AZE.US
The United States and Israel are pursuing different goals in the Iran crisis, according to Natig Jafarli, chairman of Azerbaijan’s REAL party, who argues that much of the public debate around the war is being shaped by oversimplified and often misleading narratives.
In Jafarli’s reading, one of the most dangerous features of the current moment is that Washington and Tel Aviv are not working toward the same strategic outcome. He also argues that both Israel and Iran are currently governed by forces that use religion as a political instrument, making the crisis even more volatile.
Jafarli says the U.S. objective is tied less to regime change in Tehran than to a broader strategic doctrine centered on global control over energy flows and logistics routes. He argues that Washington wants to reduce costs, cut the number of military bases it maintains around the world and still preserve leverage over critical energy resources and transport corridors. In his view, this approach is closely connected to long-term competition with China.
Israel, by contrast, is trying to use the moment to inflict maximum damage on Iran and, if possible, push toward regime change, Jafarli argues. He describes that policy as being driven by a more radical and less restrained logic, one that is not primarily about managing a balance but about breaking Iran’s capacity as far as possible.
He also rejects the assumption that Washington necessarily wants a different government in Tehran at any price. On the contrary, he suggests that for the United States the key issue is not who rules Iran, but whether a workable arrangement can be maintained.
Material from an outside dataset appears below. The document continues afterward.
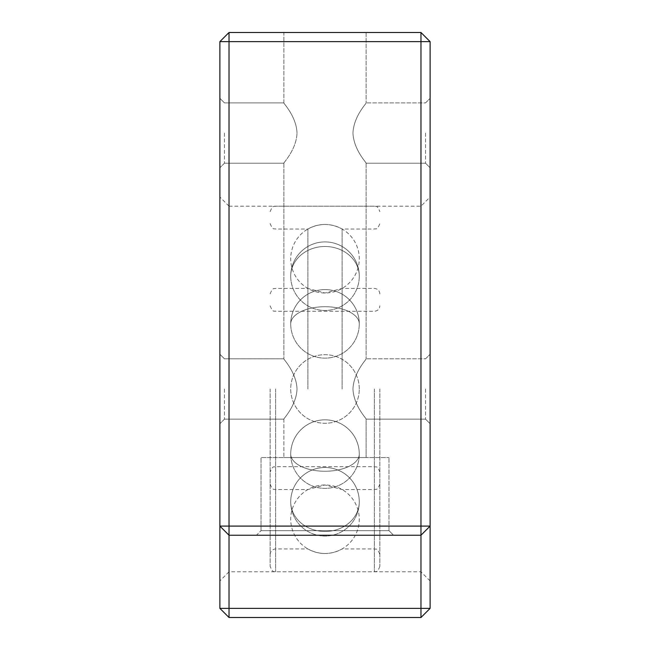 <?xml version="1.0" encoding="UTF-8"?>
<svg xmlns="http://www.w3.org/2000/svg" width="650" height="650" viewBox="0 0 650 650"><rect width="100%" height="100%" fill="white"/><g stroke="black" fill="none" stroke-linecap="round" stroke-linejoin="round"><path stroke-width="0.49" stroke-dasharray="3.25 2.44" d="M430.121 388.984L430.121 197.031L430.121 388.984M425.547 388.984L425.547 419.152L425.547 388.984M430.121 133.047L430.121 98.312L430.121 133.047M425.547 133.047L425.547 163.215L425.547 133.047M393.559 535.234L256.441 535.234L261.016 530.66L256.441 535.234L393.559 535.234L256.441 535.234L393.559 535.234L388.984 530.66L388.984 457.543L388.984 530.66L261.016 530.66L388.984 530.66L261.016 530.66L261.016 457.543L388.984 457.543L261.016 457.543L388.984 457.543L261.016 457.543L261.016 530.66L388.984 530.66L393.551 535.234M219.879 388.984L219.879 197.031L219.879 388.984M224.453 388.984L224.453 419.152L224.453 388.984M219.879 133.047L219.879 98.312L219.879 133.047M224.453 133.047L224.453 163.215L224.453 133.047M229.028 388.984L229.028 206.172L229.028 388.984M420.973 388.984L420.973 206.172L420.973 388.984M366.129 32.5L366.129 102.879L366.129 32.5L283.871 32.5L283.871 102.887C283.262 103.163 296.351 116.244 297.034 133.047C296.359 116.261 283.254 103.139 283.871 102.887C283.262 103.163 296.351 116.244 297.034 133.047C296.359 116.261 283.254 103.139 283.871 102.887L283.871 32.5L366.129 32.5M366.137 102.879C366.738 103.139 353.624 116.309 352.966 133.047C353.641 149.833 366.746 162.955 366.129 163.215L366.129 358.816L366.129 163.215C366.738 162.931 353.649 149.849 352.966 133.047C353.641 149.833 366.746 162.955 366.129 163.215C366.738 162.931 353.649 149.849 352.966 133.047C353.632 116.309 366.73 103.139 366.137 102.879C366.738 103.139 353.624 116.309 352.966 133.047C353.632 116.309 366.73 103.139 366.137 102.879M366.137 358.816C366.738 359.076 353.624 372.247 352.966 388.984C353.641 405.771 366.746 418.892 366.129 419.152L366.129 457.543L283.863 457.543L366.129 457.543L283.863 457.543L366.129 457.543L366.129 419.152C366.738 418.868 353.649 405.787 352.966 388.984C353.641 405.771 366.746 418.892 366.129 419.152C366.738 418.868 353.649 405.787 352.966 388.984C353.632 372.247 366.73 359.076 366.137 358.816C366.738 359.076 353.624 372.247 352.966 388.984C353.632 372.247 366.73 359.076 366.137 358.816M283.871 419.152L283.871 457.543L283.871 419.152M283.863 419.152C283.262 418.892 296.376 405.722 297.034 388.984C296.359 372.198 283.254 359.076 283.871 358.824C283.262 359.101 296.351 372.182 297.034 388.984C296.359 372.198 283.254 359.076 283.871 358.824C283.262 359.101 296.351 372.182 297.034 388.984C296.368 405.722 283.27 418.892 283.863 419.152C283.262 418.892 296.376 405.722 297.034 388.984C296.368 405.722 283.27 418.892 283.863 419.152L224.453 419.152L283.863 419.152M283.871 163.215L283.871 358.824L283.871 163.215M283.863 163.215C283.262 162.955 296.376 149.784 297.034 133.047C296.368 149.784 283.27 162.955 283.863 163.215C283.262 162.955 296.376 149.784 297.034 133.047C296.368 149.784 283.27 162.955 283.863 163.215L224.453 163.215L283.863 163.215M420.973 617.5L430.121 608.359L430.121 41.641L420.973 41.641L420.973 526.094L229.019 526.094L229.019 41.641L420.973 41.641L420.973 32.5L229.019 32.5L219.879 41.641L219.879 608.359L229.028 617.5L420.973 617.5L420.981 608.359L229.019 608.359L229.019 535.234L420.973 535.234L229.019 535.234L219.879 526.094L229.019 535.234L219.879 526.094L229.019 526.094L229.019 535.234L420.973 535.234L430.121 526.094L420.973 535.234L420.973 526.094L430.121 526.094L420.973 535.234M420.981 535.234L420.981 608.359L430.121 608.359M219.879 608.359L229.019 608.359L229.028 617.5M420.973 32.5L430.121 41.641M229.019 32.5L229.019 41.641L219.879 41.641M342.103 388.984L342.103 229.028L342.103 388.984M307.897 388.984L307.897 229.028L307.897 388.984M270.156 388.984L270.156 566.312L270.156 388.984M379.844 388.984L379.844 566.312L379.844 388.984M325 553.516A34.279 34.279 0 0 0 359.279 519.236A34.279 34.279 0 0 0 325 484.965A34.279 34.279 0 0 0 290.721 519.236A34.279 34.279 0 0 0 325 553.516M325 224.453A34.279 34.279 0 0 1 359.279 258.733A34.279 34.279 0 0 1 325 293.012A34.279 34.279 0 0 1 290.721 258.733A34.279 34.279 0 0 1 325 224.453M275.641 388.984L275.641 571.797L275.641 388.984M374.359 388.984L374.359 571.797L374.359 388.984M325 531.472A34.279 29.689 180 0 0 359.279 501.784A34.279 34.279 0 0 0 325 467.512A34.279 34.279 0 0 0 290.721 501.784A34.279 29.689 180 0 0 325 531.472A34.279 29.689 0 0 0 359.279 501.784A34.279 34.279 0 0 0 325 467.512A34.279 34.279 0 0 0 290.721 501.784A34.279 29.689 0 0 0 325 531.472M325 471.25A34.279 17.136 180 0 0 359.279 454.114A34.279 34.279 0 0 0 325 419.835A34.279 34.279 0 0 0 290.721 454.114A34.279 17.136 180 0 0 325 471.25A34.279 17.136 0 0 0 359.279 454.114A34.279 34.279 0 0 0 325 419.835A34.279 34.279 0 0 0 290.721 454.114A34.279 17.136 0 0 0 325 471.25M325 306.719A34.279 17.136 180 0 1 359.279 323.854A34.279 34.279 0 0 0 325 289.583A34.279 34.279 0 0 0 290.721 323.854A34.279 17.136 180 0 1 325 306.719A34.279 17.136 0 0 1 359.279 323.854A34.279 34.279 0 0 0 325 289.583A34.279 34.279 0 0 0 290.721 323.854A34.279 17.136 0 0 1 325 306.719M325 246.496A34.279 29.689 180 0 1 359.279 276.185A34.279 34.279 0 0 0 325 241.906A34.279 34.279 0 0 0 290.721 276.185A34.279 29.689 180 0 1 325 246.496A34.279 29.689 0 0 1 359.279 276.185A34.279 34.279 0 0 0 325 241.906A34.279 34.279 0 0 0 290.721 276.185A34.279 29.689 0 0 1 325 246.496M425.547 358.824L430.121 354.25L425.547 358.824L366.137 358.824L425.547 358.824M425.547 102.887L430.121 98.312L425.547 102.887L366.137 102.887L425.547 102.887M283.871 358.824L224.453 358.824L219.879 354.25L224.453 358.824L283.863 358.824M283.871 102.887L224.453 102.887L219.879 98.312L224.453 102.887L283.863 102.887M229.019 206.172L219.879 197.031M229.028 206.172L420.973 206.172L430.121 197.031M430.121 580.938L420.973 571.797L229.028 571.797M366.129 419.152L425.547 419.152L430.121 423.719L425.547 419.152L366.129 419.152M366.129 163.215L425.547 163.215L430.121 167.781L425.547 163.215L366.129 163.215M229.019 571.797L219.887 580.938M224.453 419.152L219.879 423.719L224.453 419.152M224.453 163.215L219.879 167.781L224.453 163.215M379.844 484.047C377.016 491.709 375.708 488.532 374.359 489.531L342.103 489.531L325 484.965L307.897 489.531L275.641 489.531C274.601 488.646 273.033 491.709 270.156 484.047M379.844 293.922C379.519 290.591 377.691 288.762 374.359 288.438L342.103 288.438L325 293.012L307.897 288.438L275.641 288.438C274.633 289.307 273.033 286.26 270.156 293.922M379.844 472.16C377.008 464.498 375.676 467.667 374.359 466.684L275.641 466.684C274.324 467.667 272.992 464.498 270.156 472.16M270.156 305.809C273.154 313.592 274.601 310.351 275.641 311.293L374.359 311.293C377.691 310.968 379.519 309.14 379.844 305.809M270.156 554.434C270.481 551.094 272.309 549.266 275.641 548.941L307.897 548.941C319.304 555.019 330.704 555.019 342.103 548.941L374.359 548.941C375.473 549.859 376.976 546.756 379.844 554.434M270.156 223.543C273.033 231.205 274.601 228.134 275.641 229.028L307.897 229.028C319.304 222.95 330.704 222.95 342.103 229.028L374.359 229.028C375.44 228.126 376.976 231.205 379.844 223.543M379.844 566.312C377 573.983 375.643 570.822 374.359 571.797L275.641 571.797C274.495 570.871 273.024 573.983 270.156 566.312M270.156 211.656C273.033 203.994 274.601 207.058 275.641 206.172L374.359 206.172C375.367 207.041 376.967 203.994 379.844 211.656M290.721 501.784A34.279 34.279 0 0 0 325 536.063A34.279 34.279 0 0 0 359.279 501.784A34.279 34.279 0 0 1 325 536.063A34.279 34.279 0 0 1 290.721 501.784M290.721 454.114A34.279 34.279 0 0 0 325 488.386A34.279 34.279 0 0 0 359.279 454.114A34.279 34.279 0 0 1 325 488.386A34.279 34.279 0 0 1 290.721 454.114M359.279 388.984A34.279 34.279 0 0 0 325 354.705A34.279 34.279 0 0 0 290.721 388.984A34.279 34.279 0 0 0 325 423.264A34.279 34.279 0 0 0 359.279 388.984A34.279 34.279 0 0 0 325 354.705A34.279 34.279 0 0 0 290.721 388.984A34.279 34.279 0 0 0 325 423.264A34.279 34.279 0 0 0 359.279 388.984M290.721 323.854A34.279 34.279 0 0 0 325 358.134A34.279 34.279 0 0 0 359.279 323.854A34.279 34.279 0 0 1 325 358.134A34.279 34.279 0 0 1 290.721 323.854M290.721 276.185A34.279 34.279 0 0 0 325 310.456A34.279 34.279 0 0 0 359.279 276.185A34.279 34.279 0 0 1 325 310.456A34.279 34.279 0 0 1 290.721 276.185"/><path stroke-width="0.97" d="M430.121 41.641L430.121 608.359L420.973 617.5L229.028 617.5L229.019 608.359L420.973 608.359L420.973 535.234L229.019 535.234L229.019 608.359L219.879 608.359L219.879 41.641L229.019 41.641L229.019 526.094L420.973 526.094L420.973 41.641L229.019 41.641L229.019 32.5L420.973 32.5L420.973 41.641L430.121 41.641L420.973 32.5M430.121 608.359L420.973 608.359L420.973 617.5M229.028 617.5L219.879 608.359M420.973 535.234L430.121 526.094L420.973 526.094L420.973 535.234M229.019 535.234L229.019 526.094L219.879 526.094L229.019 535.234M219.879 41.641L229.019 32.5"/></g></svg>

He even argues that a religious hardline regime in Iran may remain useful to Washington insofar as it keeps Arab states and Israel dependent on U.S. protection and strategic backing.
From there, Jafarli pushes back against several narratives circulating widely in Turkish and European media, which he says also influence opinion in Azerbaijan.
One of them is the claim that Donald Trump launched war to distract from the Epstein case. Jafarli argues that this theory does not hold up. He notes that material related to Epstein had already been in the hands of the U.S. Justice Department for years and asks why, if there had been devastating evidence against Trump, it was never fully weaponized against him during Joe Biden’s presidency.
He also dismisses the idea that a possible Iranian move against the Strait of Hormuz, Gulf states or U.S. military facilities came as a surprise to Washington. Such scenarios had been discussed openly for a long time, he argues, and it would be implausible to believe that a country with an extensive intelligence apparatus had somehow failed to anticipate them.
Jafarli likewise rejects the argument that the United States and Israel entered the conflict without a plan and have now become trapped in it. In his view, both states are capable of preparing complex operations over long periods, making the idea of a completely improvised war hard to take seriously.
He links that media environment to a broader concern inside Azerbaijan. Jafarli argues that Turkish television channels now have serious influence over how regional events are understood by Azerbaijani society, partly because the domestic television space has become less compelling and the state has effectively lost ground to the smartphone screen.
That, in his view, has consequences beyond media consumption. When internal debate is narrowed too far, public perceptions begin to be shaped from outside, even by voices that feel culturally close or friendly. For Jafarli, that is no longer just a media issue, but a political one.